Type safety: Utilizes Pydantic models for data validation and type checking, reducing errors and improving code maintainability.

Database: PostgreSQL on Cloud SQL

PostgreSQL on Google Cloud SQL provides a robust and scalable database solution.

JSONB support: Allows flexible storage of lead custom fields, accommodating diverse data requirements.
UUID primary keys: Ensures unique identification of records in a distributed system.
Connection pooling: Configured with a maximum of 20 connections to optimize resource utilization.
Read replicas: Enables offloading analytics queries to read replicas, minimizing impact on the primary database.

Voice Engine: Retell AI Integration

We leverage Retell AI for its advanced voice processing capabilities and seamless integration.

WebSocket connections: Facilitates real-time event streaming for low-latency communication.
Low-latency voice streaming: Ensures minimal delay in voice data transmission.
Built-in conversation memory: Provides context for AI decision-making during calls.
High Availability: Retell AI provides a 99.9% uptime SLA, crucial for reliable service delivery.

Deployment: Google Cloud Run

Google Cloud Run offers a fully managed, serverless environment for deploying our application.

Auto-scaling: Automatically scales from 0 to 100 instances based on demand.
Unix socket DB connections: Enables secure and efficient communication with the database.
Container-based isolation: Provides isolation and consistency across different environments.
Cost-effective: Infrastructure costs are approximately ₹12,000/month while processing 50,000 calls.

Real-Time Call Flow Architecture

The real-time call flow orchestrates the interaction between the user, our platform, and external services.

Overview:
User Action → API Request → Call Scheduler → Retell API → Twilio/Plivo → Customer → Real-Time Webhooks → Database Update → Frontend Refresh

Step-by-Step Technical Flow:

Lead Scheduling:
- The frontend submits lead data via a POST request to /api/v1/leads.
- Data is validated using Pydantic models to ensure data integrity.
- The lead is inserted into the PostgreSQL database with custom fields stored as a JSONB object.
- A UUID is returned for tracking the lead's progress.
Call Initiation:
- Cloud Scheduler triggers a job every minute.
- The job queries the database for eligible leads based on business hours and retry logic.
- An interaction_attempt record is created to track each call attempt.
- The system calls the Retell AI API with the appropriate agent configuration.
Live Call Processing:
- Retell AI connects to the customer via Twilio (or Plivo).
- Real-time transcription streaming is enabled for live call analysis.
- AI decision-making occurs with context from conversation memory.
- Webhook updates are triggered to update the call status (new → in_progress → done).
Webhook Handling:
- A POST request to /api/v1/calls/webhook receives events from Retell AI.
- The system updates the call status, transcript, and analysis in the database.
- A frontend refresh is triggered via polling to update the user interface.
- Call details are logged to analytics tables for reporting.

Performance Metrics:

Average call initiation time: 2.3 seconds
Webhook processing time: <100ms
Database query time: <50ms
Uptime: 99.8% over 6 months

Scaling Challenges & Solutions

As our call volume grew, we encountered several scaling challenges that required innovative solutions.

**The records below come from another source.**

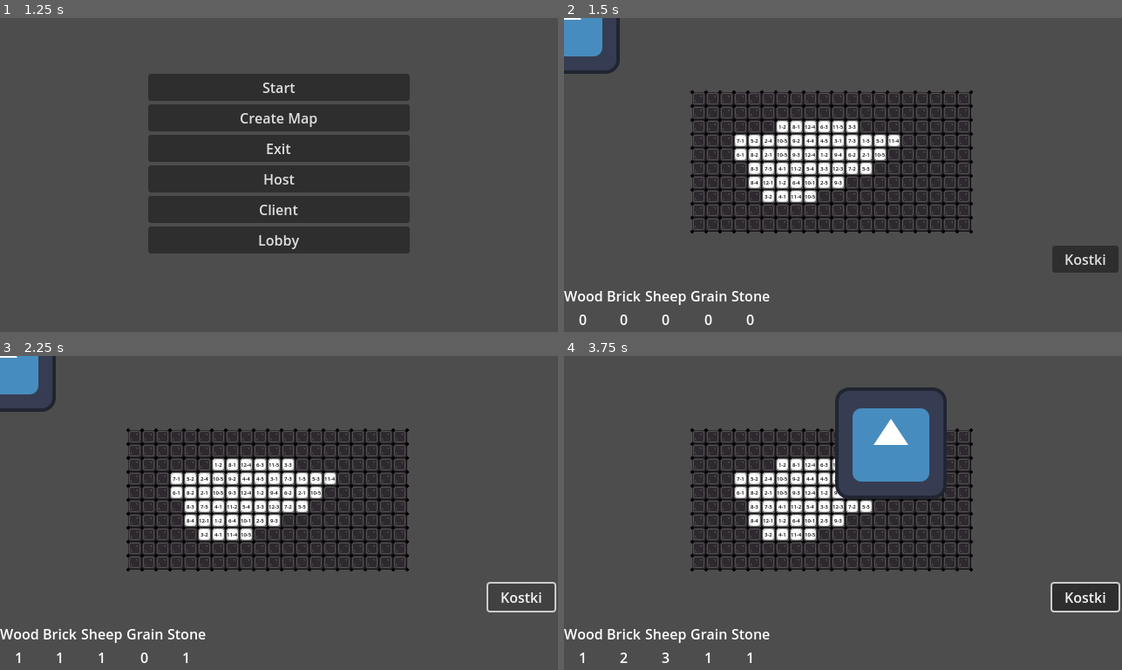
Above: before the commit, frames 1-4 (two rows, left to right).
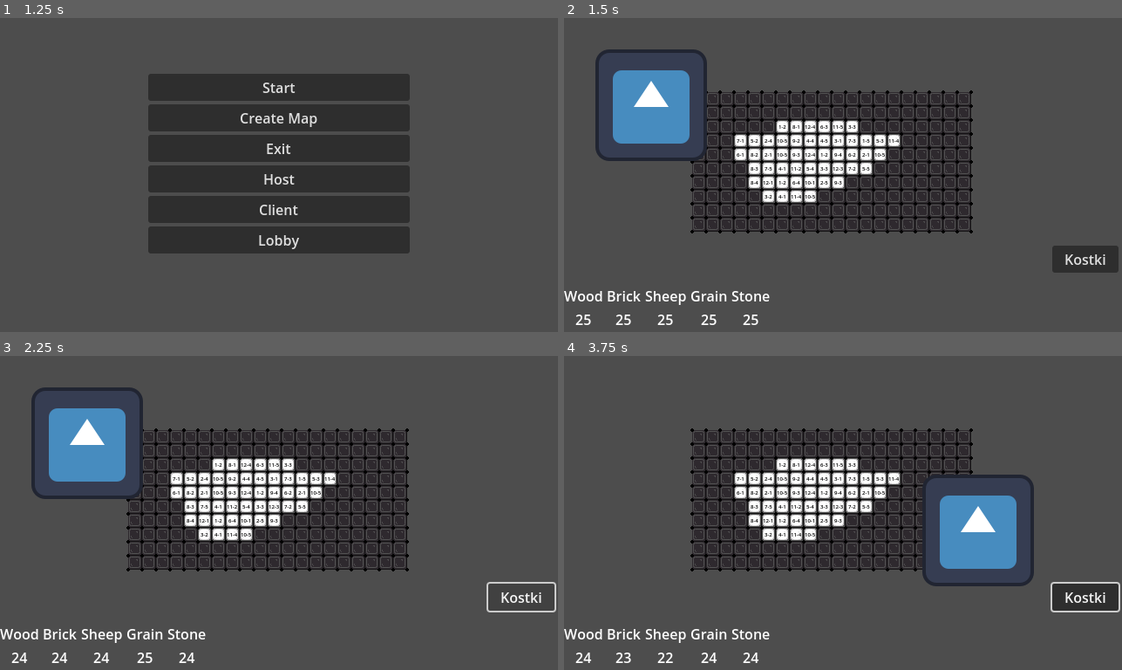
Above: after the commit, the same moments.

Repository: Mori656/Kwadratan
Game: Godot game, scene res://Scenes/Menu.tscn
The game is run twice, just before and just after one commit, with the same random seed, the same clock (stepped at 60 frames per second) and the same inputs. The engine's default icon, where the game draws it, is replaced by a stand-in: a white triangle on a blue panel in a dark square.
Inputs (mouse positions are in pixels of both pictures, inside the frame that each line leads up to):
- Up to frame 1 (1.25 s): click "Start" at 0.5 s
- Up to frame 2 (1.5 s): click "Start" at 1.25 s
- Up to frame 3 (2.25 s): click "Kostki" at 2 s
- Up to frame 4 (3.75 s): tap Enter at 2.75 s; move the mouse to (965, 497) at 2.77 s; hold Right (ui_right) 2.78-3.53 s; click (965, 497) at 2.92 s; move the mouse to (731, 528) at 3.52 s; hold Down (ui_down) from 3.53 s (still down)

Frame 1 is identical in both runs. In frame 2, 5.6% of the frame differs, in the area x 0-35%, y 0-98%; in frame 3, 5.6%; in frame 4, 10%, in the area x 2-85%, y 10-98%.

Commit message:
Poprawienie działania kostek

Diff:
--- a/Scenes/Game.tscn
+++ b/Scenes/Game.tscn
@@ -2,8 +2,8 @@
 
 [ext_resource type="Script" uid="uid://dwasi7octr36h" path="res://Scripts/game.gd" id="1_iukft"]
 [ext_resource type="PackedScene" uid="uid://c14xj5cuf1xce" path="res://Scenes/GameGUI.tscn" id="2_gl6un"]
-[ext_resource type="Script" uid="uid://dp30iiy7ugu3l" path="res://Scripts/inventory.gd" id="3_j5yw3"]
 [ext_resource type="Script" uid="uid://fretbchkvywe" path="res://Scripts/coop_spawner.gd" id="5_b2bpf"]
+[ext_resource type="Script" uid="uid://lojug5jaedq7" path="res://Scripts/bank_inventory.gd" id="6_2irst"]
 [ext_resource type="PackedScene" uid="uid://773gltt1df8d" path="res://Scenes/Player.tscn" id="6_7lihs"]
 [ext_resource type="PackedScene" path="res://Scenes/Maps/lol.tscn" id="6_fgofq"]
 
@@ -11,9 +11,6 @@
 script = ExtResource("1_iukft")
 
 [node name="GUI" parent="." instance=ExtResource("2_gl6un")]
-
-[node name="Inventory" type="Node2D" parent="."]
-script = ExtResource("3_j5yw3")
 
 [node name="CoopSpawner" type="MultiplayerSpawner" parent="."]
 _spawnable_scenes = PackedStringArray("uid://773gltt1df8d")
@@ -23,3 +20,6 @@
 
 [node name="Map" parent="." instance=ExtResource("6_fgofq")]
 position = Vector2(155, 93)
+
+[node name="Bank_Inventory" type="Node2D" parent="."]
+script = ExtResource("6_2irst")
--- a/Scenes/Player.tscn
+++ b/Scenes/Player.tscn
@@ -1,7 +1,8 @@
-[gd_scene load_steps=5 format=3 uid="uid://773gltt1df8d"]
+[gd_scene load_steps=6 format=3 uid="uid://773gltt1df8d"]
 
 [ext_resource type="Script" uid="uid://dxot1n64bdhpv" path="res://Scripts/player.gd" id="1_kyqiw"]
 [ext_resource type="Texture2D" uid="uid://dvchr7gpc7u2l" path="res://Assets/icon.svg" id="2_gntrk"]
+[ext_resource type="Script" uid="uid://dp30iiy7ugu3l" path="res://Scripts/player_inventory.gd" id="3_gntrk"]
 
 [sub_resource type="RectangleShape2D" id="RectangleShape2D_kyqiw"]
 
@@ -27,3 +28,6 @@
 
 [node name="MultiplayerSynchronizer" type="MultiplayerSynchronizer" parent="."]
 replication_config = SubResource("SceneReplicationConfig_dewec")
+
+[node name="Inventory" type="Node2D" parent="."]
+script = ExtResource("3_gntrk")
--- /dev/null
+++ b/Scripts/bank_inventory.gd
@@ -0,0 +1,31 @@
+extends Node2D
+
+var resources = {"wood":25, "brick":25, "sheep":25, "grain":25, "stone":25}
+
+func on_dice_rolled(res):
+	if multiplayer.is_server():
+		print("To jest serwer — rozdajemy lokalnie")
+		give_resource_to_players_by_dice(res)
+	else:
+		print("To jest klient — wysyłamy do serwera rpc_id(1)")
+		rpc_id(1, "give_resource_to_players_by_dice", res)
+
+@rpc("any_peer")
+func give_resource_to_players_by_dice(res):
+	print("Przydzialanie surowców")
+	for player in get_tree().get_nodes_in_group("players"):
+		if take_resource(res, 1): # zabieramy 1 surowiec z banku
+			player.rpc("give_resource_to_player", res, 1)
+		else:
+			print("Bank nie ma wystarczającej ilości zasobu: ", res)
+	rpc("update_resource_count", resources)
+
+func take_resource(res: String, count: int) -> bool:
+	if resources.has(res) and resources[res] >= count:
+		resources[res] -= count
+		return true
+	return false
+
+@rpc("call_remote")
+func update_resource_count(new_resources: Dictionary):
+	resources = new_resources
--- a/Scripts/coop_spawner.gd
+++ b/Scripts/coop_spawner.gd
@@ -8,19 +8,27 @@
 func spawn_player(id: int) -> void:
 	if !multiplayer.is_server(): return
 
-	var player: Node = player_scene.instantiate()
-	player.name = str(id)
+	var player: Node2D = player_scene.instantiate()
+	player.add_to_group("players")
 
-	# WYLICZ numer gracza na podstawie peer_id (posortuj wszystkich graczy)
+	# WYLICZ numer gracza
 	var ids := multiplayer.get_peers()
-	ids.append(multiplayer.get_unique_id())  # dodaj też siebie (hosta)
+	ids.append(multiplayer.get_unique_id())
 	ids = ids.duplicate()
-	ids.sort()  # rosnąco
+	ids.sort()
 
-	var player_number := ids.find(id) + 1  # +1 bo index od 0
+	var player_number := ids.find(id) + 1
+	player.name = "Player%d" % player_number
 
-	# Ustaw label "Player X"
-	if player.has_method("set_player_label"):
-		player.set_player_label("Player %d" % player_number)
+	# WYLICZ UNIKALNĄ POZYCJĘ
+	var spawn_base_position := Vector2(100, 100)
+	var offset := Vector2(100 * (player_number - 1), 0)
+	var final_position := spawn_base_position + offset
 
+	player.position = final_position
+
+	# Dodanie do sceny
 	get_node(spawn_path).call_deferred("add_child", player)
+
+	# Powiedz klientowi, gdzie jest jego postać (tylko jemu)
+	player.rpc_id(id, "set_initial_position", final_position)
--- a/Scripts/game.gd
+++ b/Scripts/game.gd
@@ -15,6 +15,8 @@
 	if Input.is_action_just_pressed("ui_cancel"):
 		get_tree().change_scene_to_file("res://Scenes/Menu.tscn")
 
-@rpc("authority")
+@rpc("any_peer")
 func request_spawn(id: int):
+	if multiplayer.is_server():
+		return
 	$CoopSpawner.spawn_player(id)
--- a/Scripts/game_gui.gd
+++ b/Scripts/game_gui.gd
@@ -4,7 +4,7 @@
 var k2 = 0
 var map_tiles = -1
 var resource_dict = {1:"wood", 2:"brick", 3:"sheep", 4:"grain", 5:"stone"}
-@onready var inventory = get_node("../Inventory")
+@onready var inventory = $"../Bank_Inventory"
 @onready var wood_label = $ResourceContainer/WoodContainer/Count
 @onready var brick_label = $ResourceContainer/BrickContainer/Count
 @onready var sheep_label = $ResourceContainer/SheepContainer3/Count
@@ -24,19 +24,20 @@
 	grain_label.text = str(inventory.resources["grain"])
 	stone_label.text = str(inventory.resources["stone"])
 
-func update_cient_gui():
-	update_gui()
-
 func _on_button_pressed() -> void:
 	k1 = randi() % 6 + 1
 	k2 = randi() % 6 + 1
+
+	print("Kostka 1:", k1)
+	print("Kostka 2:", k2)
+
+	give_resources()
+	update_gui()
+	pass
+
+func give_resources() -> void:
 	for tile in map_tiles.get_children():
 		if tile.get_value() == k1 + k2:
-			inventory.add_resource(resource_dict[tile.get_resource()], 1)
+			inventory.on_dice_rolled(resource_dict[tile.get_resource()])
 			pass
 		pass
-	print("Kostka 1:", k1)
-	print("Kostka 2:", k2)
-	update_gui()
-	rpc("update_cient_gui")
-	pass # Replace with function body.
--- a/Scripts/inventory.gd
+++ /dev/null
@@ -1,8 +0,0 @@
-extends Node2D
-
-var resources = {"wood":0, "brick":0, "sheep":0, "grain":0, "stone":0}
-
-func add_resource(res,count):
-	if res in resources:
-		resources[res] += count
-		print("Dodano " + res)
--- a/Scripts/map.gd
+++ b/Scripts/map.gd
@@ -4,38 +4,64 @@
 var resource_pool = []
 
 func _ready():
-	print("Załadowano mapę")
-	roll_and_set_numbers()
-	roll_and_set_resources()
+	if multiplayer.is_server():
+		print("Załadowano mapę na serwerze")
+		roll_and_set_numbers()
+		roll_and_set_resources()
 
 func roll_and_set_numbers():
 	if numbers_pool.is_empty():
 		numbers_pool = [1,2,3,4,5,6,7,8,9,10,11,12]
 		numbers_pool.shuffle()
 
+	var rolled_numbers = []
+
 	for tile in $tiles.get_children():
 		if tile.active:
 			if numbers_pool.is_empty():
-				# Resetowanie puli
 				numbers_pool = [1,2,3,4,5,6,7,8,9,10,11,12]
 				numbers_pool.shuffle()
 
 			var number = numbers_pool.pop_back()
+			rolled_numbers.append(number)
 			tile.set_value(number)
+
+	# Przekazanie danych do klientów
+	rpc("apply_rolled_numbers", rolled_numbers)
 	print("Losowanie liczb na polach")
+
+@rpc("authority", "call_remote")
+func apply_rolled_numbers(numbers: Array):
+	var i = 0
+	for tile in $tiles.get_children():
+		if tile.active and i < numbers.size():
+			tile.set_value(numbers[i])
+			i += 1
 
 func roll_and_set_resources():
 	if resource_pool.is_empty():
 		resource_pool = [1,2,3,4,5]
 		resource_pool.shuffle()
 
+	var rolled_resources = []
+
 	for tile in $tiles.get_children():
 		if tile.active:
 			if resource_pool.is_empty():
-				# Resetowanie puli
 				resource_pool = [1,2,3,4,5]
 				resource_pool.shuffle()
 
 			var resource = resource_pool.pop_back()
+			rolled_resources.append(resource)
 			tile.set_resource(resource)
+
+	rpc("apply_rolled_resources", rolled_resources)
 	print("Losowanie surowców na polach")
+
+@rpc("authority", "call_remote")
+func apply_rolled_resources(resources: Array):
+	var i = 0
+	for tile in $tiles.get_children():
+		if tile.active and i < resources.size():
+			tile.set_resource(resources[i])
+			i += 1
--- a/Scripts/menu.gd
+++ b/Scripts/menu.gd
@@ -32,6 +32,6 @@
 	print(selected_map_path)
 	$MapSelector.hide()
 
-@rpc("any_peer")
+@rpc("authority")
 func change_map(scene_path: String):
 	get_tree().change_scene_to_file(scene_path)
--- a/Scripts/player.gd
+++ b/Scripts/player.gd
@@ -7,7 +7,17 @@
 	velocity = Input.get_vector("ui_left", "ui_right", "ui_up", "ui_down") * 500.0
 	move_and_slide()
 
-func set_player_label(text: String) -> void:
-	var label := get_node_or_null("Label")
-	if label:
-		label.text = text
+#func set_player_label(text: String) -> void:
+	#var label := get_node_or_null("Label")
+	#if label:
+		#label.text = text
+
+@rpc("any_peer")
+func give_resource_to_player(res: String, count: int):
+	var inventory = get_node("Inventory")
+	print("Gracz ", name, " otrzymał ", count, " ", res)
+	inventory.add_resource(res, count)
+
+@rpc("authority")
+func set_initial_position(pos: Vector2) -> void:
+	position = pos
--- /dev/null
+++ b/Scripts/player_inventory.gd
@@ -0,0 +1,10 @@
+extends Node2D
+
+var resources = {"wood":0, "brick":0, "sheep":0, "grain":0, "stone":0}
+
+func add_resource(res: String, count: int):
+	if not resources.has(res):
+		resources[res] = 0
+	resources[res] += count
+	print("Dodano do ekwipunku: ", count, " ", res)
+	print("Aktualny stan surowca ", res, " to ", resources[res])
Not shown: 1 places in Scenes/Menu.tscn that only renumber resources
Not shown, added: Scripts/bank_inventory.gd.uid
Renamed: Scripts/inventory.gd.uid -> Scripts/player_inventory.gd.uid

Challenge 1: Database Connection Exhaustion

Problem: Handling 100+ concurrent calls led to connection pool overflow.
Solution: Implemented PgBouncer connection pooling.
Result: Increased capacity to support 500 concurrent calls.

Challenge 2: Webhook Race Conditions

Problem: Multiple webhooks updating the same call record simultaneously.
Solution: Implemented PostgreSQL row-level locking and idempotency keys.
Result: Eliminated duplicate updates and ensured data consistency.

Challenge 3: Cold Start Latency

Problem: Cloud Run instances took 3-5 seconds to start.
Solution: Configured Cloud Run with a minimum of 1 instance always warm.
Result: Reduced average response time to <500ms.

Challenge 4: Call Scheduling Accuracy

Problem: Timezone mismatches and violations of business hours.
Solution: Used Pytz for robust timezone handling and implemented scheduled task validation.
Result: Achieved 99.9% compliance with scheduling rules.

Monitoring & Observability

Comprehensive monitoring and observability are essential for maintaining a stable and performant system.

Logging Strategy:

Structured JSON logging with Python's built-in logger.
Log levels: DEBUG (development), INFO (production), ERROR (alerts).
Correlation IDs for request tracing.
Sensitive data redaction (phone numbers, names).

Metrics Tracked:

API latency percentiles (p50, p95, p99).
Database connection pool utilization.
Call success rate by agent/lead source.
Webhook processing time.
Error rates by endpoint.

Alerting:

PagerDuty for critical errors (>5% failure rate).
Slack notifications for warnings.
Weekly performance reports.

Tools:

Google Cloud Logging for centralized logs.
Custom analytics dashboard in the admin panel.
React Query DevTools for frontend debugging.

Cost Optimization

Optimizing costs is crucial for maintaining a sustainable voice AI platform.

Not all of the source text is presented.